La inserción en un reparto determinado de papeles sociales incluye la igualdad en los privilegios de dichos papeles. Aquel que, pudiendo colocarse fuera de la miseria colectiva, puede hacerlo, despierta la acusación de no integrarse en el sistema mismo. Pero este veredicto ya revela que dicho reparto de papeles se conecta con una cierta miseria vital por parte de aquellos que se ven divididos. No basta con pensar en la falta de privilegios, o pseudo-privilegios, a los que no accede aquel que se sitúa lo más lejos posible de esta organización social: dichos privilegios están situados absolutamente en el inconsciente colectivo, si es que tal cosa todavía existe.
La unidad de la organización social no es la solidaridad, falso elemento en el que quiere basarse la autoconciencia de nuestra época. La extrañación multiplicada a todos los espacios y todos los tiempos hace las veces de cohesionador social. Vemos en nuestro semejante a aquel que sufre la miseria como nosotros. Los lamentos, más o menos amortiguados por la somnolencia del consumo masivo de mercancías inútiles, revelan la falta absoluta de vivir una existencia que se experimenta como impuesta.
La necesidad de la autoconservación y supervivencia constantes garantizan la falta de reflexión al respecto: muere la perspectiva que engloba al todo en el juicio. El ciudadano, figura rey sólo durante las campañas electorales, está ya muerto desde hace tiempo, porque no puede cumplir ningún papel porque no quiere cumplirlo.
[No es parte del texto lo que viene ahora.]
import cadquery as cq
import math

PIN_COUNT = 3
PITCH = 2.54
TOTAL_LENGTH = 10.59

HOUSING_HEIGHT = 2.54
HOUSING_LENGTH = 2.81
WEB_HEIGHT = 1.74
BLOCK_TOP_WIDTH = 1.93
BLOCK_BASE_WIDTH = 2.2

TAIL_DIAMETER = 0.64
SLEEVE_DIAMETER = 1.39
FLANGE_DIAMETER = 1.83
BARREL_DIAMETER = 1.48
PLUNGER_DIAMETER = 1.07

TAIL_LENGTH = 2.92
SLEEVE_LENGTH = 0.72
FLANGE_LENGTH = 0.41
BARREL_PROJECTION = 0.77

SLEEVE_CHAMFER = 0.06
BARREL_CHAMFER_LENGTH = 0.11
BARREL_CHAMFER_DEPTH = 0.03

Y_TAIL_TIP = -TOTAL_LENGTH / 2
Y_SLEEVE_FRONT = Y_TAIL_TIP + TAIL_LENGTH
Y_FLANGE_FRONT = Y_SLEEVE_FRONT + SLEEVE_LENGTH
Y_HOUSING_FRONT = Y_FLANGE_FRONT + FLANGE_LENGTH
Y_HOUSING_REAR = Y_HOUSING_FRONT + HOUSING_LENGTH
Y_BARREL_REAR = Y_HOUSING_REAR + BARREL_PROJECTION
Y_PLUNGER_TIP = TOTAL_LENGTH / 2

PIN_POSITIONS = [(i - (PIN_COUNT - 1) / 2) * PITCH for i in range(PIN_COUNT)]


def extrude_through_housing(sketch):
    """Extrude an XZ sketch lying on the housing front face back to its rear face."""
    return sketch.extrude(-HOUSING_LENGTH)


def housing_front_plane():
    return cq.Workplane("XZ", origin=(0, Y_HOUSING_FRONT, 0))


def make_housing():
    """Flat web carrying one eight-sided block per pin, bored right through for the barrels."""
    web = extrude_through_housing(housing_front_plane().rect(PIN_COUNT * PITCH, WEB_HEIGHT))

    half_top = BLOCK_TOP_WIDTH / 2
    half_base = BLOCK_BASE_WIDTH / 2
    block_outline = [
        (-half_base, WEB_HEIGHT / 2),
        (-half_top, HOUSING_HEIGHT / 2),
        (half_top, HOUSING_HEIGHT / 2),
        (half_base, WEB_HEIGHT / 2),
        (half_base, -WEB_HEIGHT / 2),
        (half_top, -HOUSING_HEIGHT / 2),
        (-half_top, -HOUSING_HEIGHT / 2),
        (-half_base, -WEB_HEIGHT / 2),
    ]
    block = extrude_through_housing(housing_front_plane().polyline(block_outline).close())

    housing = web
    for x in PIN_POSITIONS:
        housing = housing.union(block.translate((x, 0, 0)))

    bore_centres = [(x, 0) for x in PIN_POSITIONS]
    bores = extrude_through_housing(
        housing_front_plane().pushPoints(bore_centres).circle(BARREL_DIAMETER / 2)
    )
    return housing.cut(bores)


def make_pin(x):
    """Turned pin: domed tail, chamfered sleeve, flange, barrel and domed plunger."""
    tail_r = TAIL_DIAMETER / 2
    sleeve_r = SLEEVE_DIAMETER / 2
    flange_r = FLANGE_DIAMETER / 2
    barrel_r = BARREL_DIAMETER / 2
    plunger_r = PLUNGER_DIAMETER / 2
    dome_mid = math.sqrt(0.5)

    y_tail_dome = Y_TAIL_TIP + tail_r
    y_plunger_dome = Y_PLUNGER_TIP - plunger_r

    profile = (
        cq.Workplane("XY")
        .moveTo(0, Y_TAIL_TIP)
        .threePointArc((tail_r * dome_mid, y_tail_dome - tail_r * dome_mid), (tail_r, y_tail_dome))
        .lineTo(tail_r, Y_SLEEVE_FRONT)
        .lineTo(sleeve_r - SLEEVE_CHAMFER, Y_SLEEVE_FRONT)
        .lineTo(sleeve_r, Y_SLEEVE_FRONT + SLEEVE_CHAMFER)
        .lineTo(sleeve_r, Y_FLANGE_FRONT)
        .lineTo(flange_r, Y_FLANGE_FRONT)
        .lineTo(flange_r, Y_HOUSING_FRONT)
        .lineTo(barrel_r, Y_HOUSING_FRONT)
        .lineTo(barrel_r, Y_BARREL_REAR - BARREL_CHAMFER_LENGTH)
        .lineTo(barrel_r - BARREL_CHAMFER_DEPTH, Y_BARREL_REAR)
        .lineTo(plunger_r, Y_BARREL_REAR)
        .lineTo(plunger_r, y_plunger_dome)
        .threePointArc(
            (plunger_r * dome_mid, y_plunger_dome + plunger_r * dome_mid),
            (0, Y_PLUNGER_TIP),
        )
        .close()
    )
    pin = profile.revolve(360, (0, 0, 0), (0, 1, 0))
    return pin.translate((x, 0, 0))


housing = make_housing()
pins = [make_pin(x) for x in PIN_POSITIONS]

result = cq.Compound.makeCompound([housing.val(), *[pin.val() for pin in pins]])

Ello hace del auto discurso de legitimación del propio ordenamiento social una declaración de buenas intenciones, cuando no un intento de limpiar la mala conciencia de una mentira aceptada por todos.
La sociedad actual parece ser frágil y robusta por partes iguales. Su fragilidad radica en su límite constante de aceptación del incremento de la miseria en sus vidas; su parte robusta, en que ese límite parece quedar siempre a la misma distancia.
La necesidad revolucionaria nunca tuvo que ser la necesidad de la creación de un Estado, porque ello equivaldría a dejar igualmente lejos de los individuos la necesidad de transformación de la vida cotidiana. La distancia que intenta vencerse es la distancia de la representación. La necesidad revolucionaria quiere vencer esa distancia porque concibe al individuo no como un actor de sí mismo casual, sino principal.
Toda revolución que no venza esta distancia no hará más que convertirse en una parodia de sí misma.